= Society of Women Musicians =

The Society of Women Musicians was a British group founded in 1911 for mutual cooperation between women composers and performers, in response to the limited professional opportunities for women musicians at the time. The founders included Katharine Emily Eggar, a composer, Marion Scott, a musicologist, and Gertrude Eaton, a singer. 37 women came to the first meeting, held on 11 July 1911 at the Women's Institute, 92 Victoria Street, including Rebecca Helferich Clarke, Alma Haas, and Liza Lehmann, who later became the group's first president.

The first concert was held on 25 January 1912 in the small room of Queen's Hall. Regular concerts followed at the same venue, at the Aeolian and Wigmore Halls, and (from 1920) at 74 Grosvenor Street. They featured premieres from women composers such as Ethel Barns, Rebecca Clarke, Katharine Eggar, Kalitha Dorothy Fox, Dorothy Howell, Liza Lehmann, Fiona McCleary (1900–1986), Marion Scott, Elna Sherman, and Ethel Smyth. In later years there were also premieres from Ruth Gipps, Elisabeth Lutyens, Elizabeth Maconchy and Elizabeth Poston.

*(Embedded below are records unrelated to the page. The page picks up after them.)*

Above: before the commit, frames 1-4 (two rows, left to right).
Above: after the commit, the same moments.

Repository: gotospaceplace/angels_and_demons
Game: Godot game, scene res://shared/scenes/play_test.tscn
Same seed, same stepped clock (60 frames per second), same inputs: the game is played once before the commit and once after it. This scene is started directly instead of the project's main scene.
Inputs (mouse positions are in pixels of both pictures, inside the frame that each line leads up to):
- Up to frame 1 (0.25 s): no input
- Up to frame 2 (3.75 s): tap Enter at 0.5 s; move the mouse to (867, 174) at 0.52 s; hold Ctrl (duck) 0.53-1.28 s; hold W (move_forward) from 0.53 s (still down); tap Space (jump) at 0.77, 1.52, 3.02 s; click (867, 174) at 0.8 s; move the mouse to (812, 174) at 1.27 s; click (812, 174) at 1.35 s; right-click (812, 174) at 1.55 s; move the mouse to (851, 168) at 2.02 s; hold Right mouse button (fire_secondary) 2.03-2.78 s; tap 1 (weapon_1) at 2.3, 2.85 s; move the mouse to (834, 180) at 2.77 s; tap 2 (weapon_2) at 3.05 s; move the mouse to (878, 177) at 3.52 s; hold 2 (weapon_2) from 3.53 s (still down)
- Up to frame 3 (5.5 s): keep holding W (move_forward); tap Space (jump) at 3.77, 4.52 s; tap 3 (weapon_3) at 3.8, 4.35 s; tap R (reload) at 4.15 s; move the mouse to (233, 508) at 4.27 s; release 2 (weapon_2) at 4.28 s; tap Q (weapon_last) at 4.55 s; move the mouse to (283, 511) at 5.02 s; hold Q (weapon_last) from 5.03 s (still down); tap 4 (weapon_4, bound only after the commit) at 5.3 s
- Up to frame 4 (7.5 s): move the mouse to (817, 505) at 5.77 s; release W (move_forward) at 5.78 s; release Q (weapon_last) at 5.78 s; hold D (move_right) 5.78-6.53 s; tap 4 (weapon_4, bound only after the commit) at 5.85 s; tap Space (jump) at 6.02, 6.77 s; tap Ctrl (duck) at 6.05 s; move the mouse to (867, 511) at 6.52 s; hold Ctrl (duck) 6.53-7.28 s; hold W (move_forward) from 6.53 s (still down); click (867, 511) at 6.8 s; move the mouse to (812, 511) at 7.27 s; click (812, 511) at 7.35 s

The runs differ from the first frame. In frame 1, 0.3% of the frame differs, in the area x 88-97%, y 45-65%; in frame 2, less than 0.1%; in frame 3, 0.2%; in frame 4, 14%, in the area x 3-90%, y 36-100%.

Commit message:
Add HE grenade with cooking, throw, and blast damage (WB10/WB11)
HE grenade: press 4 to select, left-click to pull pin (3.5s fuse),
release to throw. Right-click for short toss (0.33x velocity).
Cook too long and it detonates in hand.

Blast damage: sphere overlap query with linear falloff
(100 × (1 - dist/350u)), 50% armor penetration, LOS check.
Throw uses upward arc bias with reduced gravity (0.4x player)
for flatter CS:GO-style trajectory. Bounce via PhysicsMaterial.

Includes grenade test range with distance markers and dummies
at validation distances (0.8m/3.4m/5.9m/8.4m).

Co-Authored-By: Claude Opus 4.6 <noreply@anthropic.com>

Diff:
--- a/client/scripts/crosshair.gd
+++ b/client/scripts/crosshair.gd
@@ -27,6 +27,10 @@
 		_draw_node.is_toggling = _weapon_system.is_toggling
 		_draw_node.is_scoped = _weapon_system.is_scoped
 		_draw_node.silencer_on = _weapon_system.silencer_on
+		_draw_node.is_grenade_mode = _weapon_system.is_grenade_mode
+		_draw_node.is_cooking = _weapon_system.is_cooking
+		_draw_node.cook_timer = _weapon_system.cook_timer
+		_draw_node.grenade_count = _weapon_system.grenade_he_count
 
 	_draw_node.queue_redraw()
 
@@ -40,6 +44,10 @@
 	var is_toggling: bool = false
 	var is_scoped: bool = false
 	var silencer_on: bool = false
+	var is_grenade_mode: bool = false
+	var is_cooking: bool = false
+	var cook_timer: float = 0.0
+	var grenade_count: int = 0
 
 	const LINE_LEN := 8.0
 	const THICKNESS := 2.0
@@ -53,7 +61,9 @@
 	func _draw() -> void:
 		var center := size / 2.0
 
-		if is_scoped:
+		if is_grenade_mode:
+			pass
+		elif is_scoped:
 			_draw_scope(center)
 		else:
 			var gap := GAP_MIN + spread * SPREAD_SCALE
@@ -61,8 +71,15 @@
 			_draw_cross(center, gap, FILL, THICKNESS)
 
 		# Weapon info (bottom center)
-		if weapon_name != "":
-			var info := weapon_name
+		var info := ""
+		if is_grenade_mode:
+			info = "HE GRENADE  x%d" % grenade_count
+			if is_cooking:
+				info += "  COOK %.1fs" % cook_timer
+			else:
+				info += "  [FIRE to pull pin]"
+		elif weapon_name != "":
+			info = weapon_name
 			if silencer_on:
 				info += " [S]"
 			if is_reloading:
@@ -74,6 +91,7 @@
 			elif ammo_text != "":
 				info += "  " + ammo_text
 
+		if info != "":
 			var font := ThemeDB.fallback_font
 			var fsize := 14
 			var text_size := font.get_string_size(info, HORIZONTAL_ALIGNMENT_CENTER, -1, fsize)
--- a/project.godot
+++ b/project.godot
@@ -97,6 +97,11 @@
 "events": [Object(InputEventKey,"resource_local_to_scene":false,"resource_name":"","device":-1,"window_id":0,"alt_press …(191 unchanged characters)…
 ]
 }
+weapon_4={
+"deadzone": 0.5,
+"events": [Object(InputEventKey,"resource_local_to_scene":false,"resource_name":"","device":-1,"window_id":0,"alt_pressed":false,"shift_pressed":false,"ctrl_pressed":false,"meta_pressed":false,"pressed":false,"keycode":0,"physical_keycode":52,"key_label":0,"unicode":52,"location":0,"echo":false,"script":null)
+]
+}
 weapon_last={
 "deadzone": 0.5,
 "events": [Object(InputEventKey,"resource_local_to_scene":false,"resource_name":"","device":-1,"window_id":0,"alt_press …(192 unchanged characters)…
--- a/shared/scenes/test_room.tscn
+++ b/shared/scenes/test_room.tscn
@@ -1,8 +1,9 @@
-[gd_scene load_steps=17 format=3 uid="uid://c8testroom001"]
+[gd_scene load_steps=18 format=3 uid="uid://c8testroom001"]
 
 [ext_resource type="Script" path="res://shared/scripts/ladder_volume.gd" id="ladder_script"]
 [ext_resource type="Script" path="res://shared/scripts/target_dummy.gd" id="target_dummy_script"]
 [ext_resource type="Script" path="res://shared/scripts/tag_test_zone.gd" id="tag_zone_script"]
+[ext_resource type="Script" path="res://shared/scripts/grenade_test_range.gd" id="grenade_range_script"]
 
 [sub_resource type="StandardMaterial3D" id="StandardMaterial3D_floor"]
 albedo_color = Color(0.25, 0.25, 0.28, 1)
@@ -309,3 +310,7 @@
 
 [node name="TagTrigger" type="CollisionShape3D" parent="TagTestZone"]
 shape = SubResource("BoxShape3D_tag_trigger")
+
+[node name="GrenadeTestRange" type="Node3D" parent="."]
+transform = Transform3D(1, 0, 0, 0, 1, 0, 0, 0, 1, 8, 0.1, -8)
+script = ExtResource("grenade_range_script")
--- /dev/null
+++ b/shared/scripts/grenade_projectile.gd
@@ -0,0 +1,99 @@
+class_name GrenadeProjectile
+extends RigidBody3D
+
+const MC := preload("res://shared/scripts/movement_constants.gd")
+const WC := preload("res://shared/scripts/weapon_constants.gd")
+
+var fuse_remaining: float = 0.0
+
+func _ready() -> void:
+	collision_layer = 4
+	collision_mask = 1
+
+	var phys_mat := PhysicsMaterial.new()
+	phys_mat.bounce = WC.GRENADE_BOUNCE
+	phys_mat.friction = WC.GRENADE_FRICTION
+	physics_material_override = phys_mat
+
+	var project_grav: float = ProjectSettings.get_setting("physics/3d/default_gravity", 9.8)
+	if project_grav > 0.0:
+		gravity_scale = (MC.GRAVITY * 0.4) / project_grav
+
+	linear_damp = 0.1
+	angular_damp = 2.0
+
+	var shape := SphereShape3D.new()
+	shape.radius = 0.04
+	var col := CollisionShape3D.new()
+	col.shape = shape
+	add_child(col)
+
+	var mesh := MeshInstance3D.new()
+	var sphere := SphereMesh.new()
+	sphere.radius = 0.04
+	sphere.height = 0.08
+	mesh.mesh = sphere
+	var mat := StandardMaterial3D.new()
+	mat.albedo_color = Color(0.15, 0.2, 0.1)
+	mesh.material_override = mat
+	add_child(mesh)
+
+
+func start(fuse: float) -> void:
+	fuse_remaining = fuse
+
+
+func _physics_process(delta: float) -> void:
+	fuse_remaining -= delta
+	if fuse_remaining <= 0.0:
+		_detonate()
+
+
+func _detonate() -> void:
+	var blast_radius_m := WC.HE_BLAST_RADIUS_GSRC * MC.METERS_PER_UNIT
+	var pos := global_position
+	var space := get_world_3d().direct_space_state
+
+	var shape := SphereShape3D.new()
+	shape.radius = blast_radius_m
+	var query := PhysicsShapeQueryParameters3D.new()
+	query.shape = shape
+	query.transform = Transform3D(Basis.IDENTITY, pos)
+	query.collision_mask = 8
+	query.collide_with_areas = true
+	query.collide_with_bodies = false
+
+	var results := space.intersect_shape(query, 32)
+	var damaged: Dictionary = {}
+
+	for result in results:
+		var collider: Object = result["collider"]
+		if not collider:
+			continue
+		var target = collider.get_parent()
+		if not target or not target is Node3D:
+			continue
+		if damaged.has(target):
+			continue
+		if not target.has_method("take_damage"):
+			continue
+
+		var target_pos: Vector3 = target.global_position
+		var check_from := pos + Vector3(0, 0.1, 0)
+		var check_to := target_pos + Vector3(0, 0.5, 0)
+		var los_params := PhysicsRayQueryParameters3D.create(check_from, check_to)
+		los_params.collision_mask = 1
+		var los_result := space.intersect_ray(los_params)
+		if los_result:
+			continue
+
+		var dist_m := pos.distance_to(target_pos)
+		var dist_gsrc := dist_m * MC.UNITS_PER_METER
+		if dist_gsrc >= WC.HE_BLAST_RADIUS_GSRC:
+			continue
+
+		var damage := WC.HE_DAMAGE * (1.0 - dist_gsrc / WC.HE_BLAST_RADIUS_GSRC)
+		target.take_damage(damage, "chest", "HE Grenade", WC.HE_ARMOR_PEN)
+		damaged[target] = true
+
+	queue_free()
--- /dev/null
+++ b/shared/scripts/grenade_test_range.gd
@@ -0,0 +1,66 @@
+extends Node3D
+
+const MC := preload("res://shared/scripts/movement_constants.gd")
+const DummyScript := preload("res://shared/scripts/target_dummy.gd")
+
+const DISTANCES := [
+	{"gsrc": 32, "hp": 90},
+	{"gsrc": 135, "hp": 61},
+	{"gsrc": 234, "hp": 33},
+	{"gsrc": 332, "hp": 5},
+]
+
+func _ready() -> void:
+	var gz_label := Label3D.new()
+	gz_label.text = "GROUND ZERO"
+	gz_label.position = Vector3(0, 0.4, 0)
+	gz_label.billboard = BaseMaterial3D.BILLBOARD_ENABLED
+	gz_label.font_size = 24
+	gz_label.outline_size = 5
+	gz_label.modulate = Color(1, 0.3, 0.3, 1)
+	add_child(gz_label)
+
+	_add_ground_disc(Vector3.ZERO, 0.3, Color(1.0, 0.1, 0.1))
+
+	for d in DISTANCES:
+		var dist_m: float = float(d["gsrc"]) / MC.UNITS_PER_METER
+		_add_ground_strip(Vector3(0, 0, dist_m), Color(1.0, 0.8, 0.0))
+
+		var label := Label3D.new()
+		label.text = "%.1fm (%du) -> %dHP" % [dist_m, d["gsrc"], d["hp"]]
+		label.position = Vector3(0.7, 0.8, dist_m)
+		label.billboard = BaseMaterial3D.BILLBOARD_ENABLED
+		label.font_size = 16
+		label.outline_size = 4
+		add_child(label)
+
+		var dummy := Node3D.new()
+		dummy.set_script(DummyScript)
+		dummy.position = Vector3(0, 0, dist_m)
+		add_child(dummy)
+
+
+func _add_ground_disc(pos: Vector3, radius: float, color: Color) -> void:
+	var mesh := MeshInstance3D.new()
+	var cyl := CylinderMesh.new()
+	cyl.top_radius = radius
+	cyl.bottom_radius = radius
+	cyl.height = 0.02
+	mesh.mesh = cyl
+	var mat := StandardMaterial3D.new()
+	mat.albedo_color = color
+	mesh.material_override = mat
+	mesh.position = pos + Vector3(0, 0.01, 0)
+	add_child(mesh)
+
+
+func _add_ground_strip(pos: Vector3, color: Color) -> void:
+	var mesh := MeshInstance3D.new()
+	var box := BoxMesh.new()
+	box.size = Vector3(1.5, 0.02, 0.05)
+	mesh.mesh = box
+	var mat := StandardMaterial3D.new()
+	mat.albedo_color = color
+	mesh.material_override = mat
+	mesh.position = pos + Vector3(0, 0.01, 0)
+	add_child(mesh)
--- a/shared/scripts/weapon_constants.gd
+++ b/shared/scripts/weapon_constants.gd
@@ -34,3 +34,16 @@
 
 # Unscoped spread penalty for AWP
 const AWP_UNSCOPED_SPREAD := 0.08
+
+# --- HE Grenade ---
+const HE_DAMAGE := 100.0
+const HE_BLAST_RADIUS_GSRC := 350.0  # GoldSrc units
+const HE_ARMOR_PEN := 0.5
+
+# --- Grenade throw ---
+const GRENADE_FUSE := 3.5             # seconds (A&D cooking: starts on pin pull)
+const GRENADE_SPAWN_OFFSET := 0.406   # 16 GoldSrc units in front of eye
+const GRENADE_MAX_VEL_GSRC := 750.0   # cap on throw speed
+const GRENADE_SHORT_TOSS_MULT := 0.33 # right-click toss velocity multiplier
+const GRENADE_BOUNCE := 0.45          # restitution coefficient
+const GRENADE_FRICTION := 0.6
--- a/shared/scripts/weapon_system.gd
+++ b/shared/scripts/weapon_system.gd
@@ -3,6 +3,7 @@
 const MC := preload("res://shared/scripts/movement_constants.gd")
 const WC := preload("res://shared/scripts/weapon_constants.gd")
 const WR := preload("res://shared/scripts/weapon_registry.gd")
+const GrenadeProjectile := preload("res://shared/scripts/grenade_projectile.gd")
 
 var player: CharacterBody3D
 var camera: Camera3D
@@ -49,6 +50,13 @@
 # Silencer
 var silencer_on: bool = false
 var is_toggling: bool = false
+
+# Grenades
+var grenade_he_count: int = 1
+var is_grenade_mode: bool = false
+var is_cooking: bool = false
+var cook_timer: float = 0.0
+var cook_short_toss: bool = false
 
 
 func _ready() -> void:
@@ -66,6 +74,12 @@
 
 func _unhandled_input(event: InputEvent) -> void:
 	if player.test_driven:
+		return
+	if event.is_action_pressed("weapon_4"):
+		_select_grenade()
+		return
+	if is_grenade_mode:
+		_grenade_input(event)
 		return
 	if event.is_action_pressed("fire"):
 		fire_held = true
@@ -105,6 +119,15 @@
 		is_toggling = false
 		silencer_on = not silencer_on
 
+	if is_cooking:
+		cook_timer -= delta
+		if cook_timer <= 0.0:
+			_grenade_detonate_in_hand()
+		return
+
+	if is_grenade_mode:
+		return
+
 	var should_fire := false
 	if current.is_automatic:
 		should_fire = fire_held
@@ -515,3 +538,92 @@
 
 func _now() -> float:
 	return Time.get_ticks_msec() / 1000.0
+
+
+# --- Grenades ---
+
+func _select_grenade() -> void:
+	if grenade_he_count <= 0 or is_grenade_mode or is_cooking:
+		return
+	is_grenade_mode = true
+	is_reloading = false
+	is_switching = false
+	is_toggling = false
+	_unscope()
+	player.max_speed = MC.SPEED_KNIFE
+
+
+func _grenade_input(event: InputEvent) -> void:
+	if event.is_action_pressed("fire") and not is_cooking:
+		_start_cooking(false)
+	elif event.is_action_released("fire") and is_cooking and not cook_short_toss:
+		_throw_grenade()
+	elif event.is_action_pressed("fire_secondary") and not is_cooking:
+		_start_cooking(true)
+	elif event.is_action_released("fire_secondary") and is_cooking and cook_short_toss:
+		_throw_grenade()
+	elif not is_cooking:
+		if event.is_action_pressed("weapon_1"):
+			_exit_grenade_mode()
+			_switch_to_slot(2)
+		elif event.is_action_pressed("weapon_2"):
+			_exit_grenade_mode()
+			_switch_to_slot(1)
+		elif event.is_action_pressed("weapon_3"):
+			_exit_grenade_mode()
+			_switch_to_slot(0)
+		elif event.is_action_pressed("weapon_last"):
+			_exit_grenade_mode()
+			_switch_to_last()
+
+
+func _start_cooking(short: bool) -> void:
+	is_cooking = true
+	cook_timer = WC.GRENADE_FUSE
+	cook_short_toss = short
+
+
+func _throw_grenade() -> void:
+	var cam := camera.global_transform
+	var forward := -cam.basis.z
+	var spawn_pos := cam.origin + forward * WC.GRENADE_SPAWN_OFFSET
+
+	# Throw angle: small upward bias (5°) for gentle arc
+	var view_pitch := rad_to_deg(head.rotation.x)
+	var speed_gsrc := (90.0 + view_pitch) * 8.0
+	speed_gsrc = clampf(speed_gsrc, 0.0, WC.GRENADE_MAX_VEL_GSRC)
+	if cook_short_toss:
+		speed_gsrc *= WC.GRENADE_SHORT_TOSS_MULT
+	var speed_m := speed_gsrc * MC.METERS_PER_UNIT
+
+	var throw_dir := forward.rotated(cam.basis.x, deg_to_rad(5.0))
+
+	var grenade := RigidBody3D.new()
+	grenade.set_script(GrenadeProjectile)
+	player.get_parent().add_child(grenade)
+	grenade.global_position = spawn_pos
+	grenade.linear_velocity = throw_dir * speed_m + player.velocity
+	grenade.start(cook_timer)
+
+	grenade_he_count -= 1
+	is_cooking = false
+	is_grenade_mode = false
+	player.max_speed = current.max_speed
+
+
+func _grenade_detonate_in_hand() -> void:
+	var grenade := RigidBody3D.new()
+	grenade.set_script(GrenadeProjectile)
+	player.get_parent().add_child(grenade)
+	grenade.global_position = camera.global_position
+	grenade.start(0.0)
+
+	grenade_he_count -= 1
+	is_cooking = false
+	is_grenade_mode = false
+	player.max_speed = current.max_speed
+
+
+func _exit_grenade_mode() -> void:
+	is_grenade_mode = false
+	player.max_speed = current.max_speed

The group had a number of influential musicians as presidents, including Cécile Chaminade, Astra Desmond, Alma Goatley, Myra Hess, Rosa Newmarch, Evelyn Suart and Elizabeth Poston. The post of vice-president was largely honorary, and was held by woman musicians such as Nadia Boulanger, Imogen Holst, Elisabeth Lutyens, Elizabeth Maconchy and Fanny Waterman.

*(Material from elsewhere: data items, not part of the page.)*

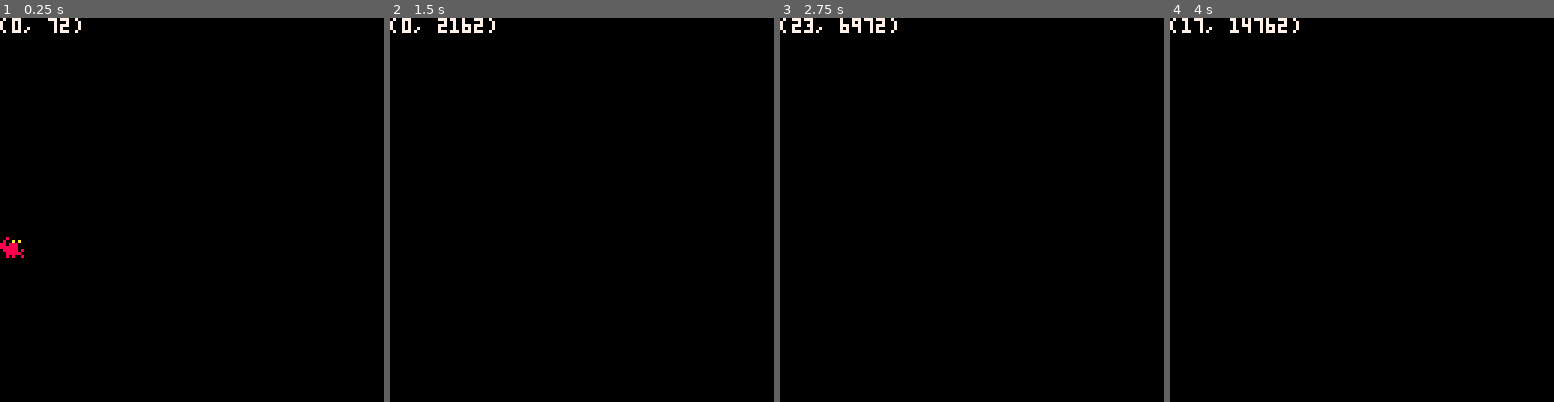
Above: before the commit, frames 1-4 (left to right).
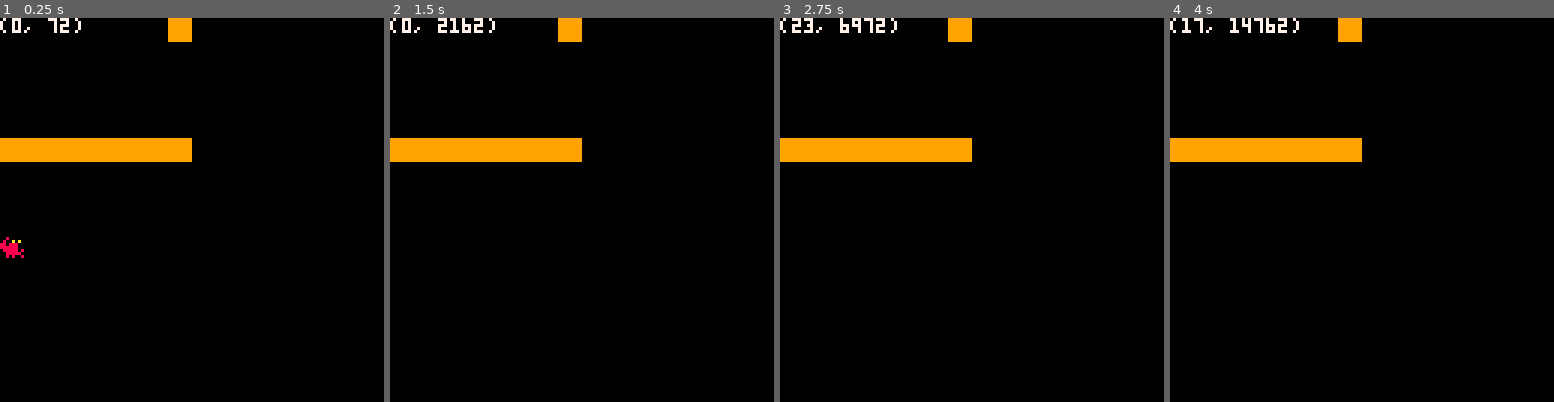
Above: after the commit, the same moments.

Repository: ArnaudValensi/hermit-crab
Game: PICO-8 cartridge hermit-carb.p8
Two runs of this game, one before a commit and one after it. Both use one fixed random seed, a clock stepped at 60 frames per second and the inputs below.
Inputs:
- Up to frame 1 (0.25 s): no input
- Up to frame 2 (1.5 s): no input
- Up to frame 3 (2.75 s): hold Right 1.6-2.1 s; hold Right from 2.47 s (still down)
- Up to frame 4 (4 s): release Right at 3.03 s; hold Left 3.08-3.58 s

The runs differ from the first frame. In frame 1, 3.5% of the frame differs, in the area x 0-50%, y 0-38%; in frame 2, 3.5%; in frame 3, 3.5%; in frame 4, 3.5%.

Commit message:
Draw the map

Diff:
--- a/hermit-carb.p8
+++ b/hermit-carb.p8
@@ -46,6 +46,8 @@
 
 function _draw()
   cls()
+  camera(0, 0)
+  map(0, 0, 0, 0, 16, 16)
   camera(cam_x, cam_y)
   player.draw()
 end
--- a/src/index.lua
+++ b/src/index.lua
@@ -9,6 +9,8 @@
 
 function _draw()
   cls()
+  camera(0, 0)
+  map(0, 0, 0, 0, 16, 16)
   camera(cam_x, cam_y)
   player.draw()
 end

Although the group was aimed at women, men were not excluded, and were included in the membership and attended conferences. Male members included Thomas Dunhill and Walter Willson Cobbett. Theodore Holland attended a concert of his recent songs held by the Society on 28 October 1947, the day before his death.

Activities included collecting a library, starting a choir and orchestra which gave public and private concerts of works by members of the Society, lectures, and a composers conference. The Society was also active in advocating for professional women musicians in symphony orchestras.

The Society disbanded in 1972, and its archives were given to the Royal College of Music.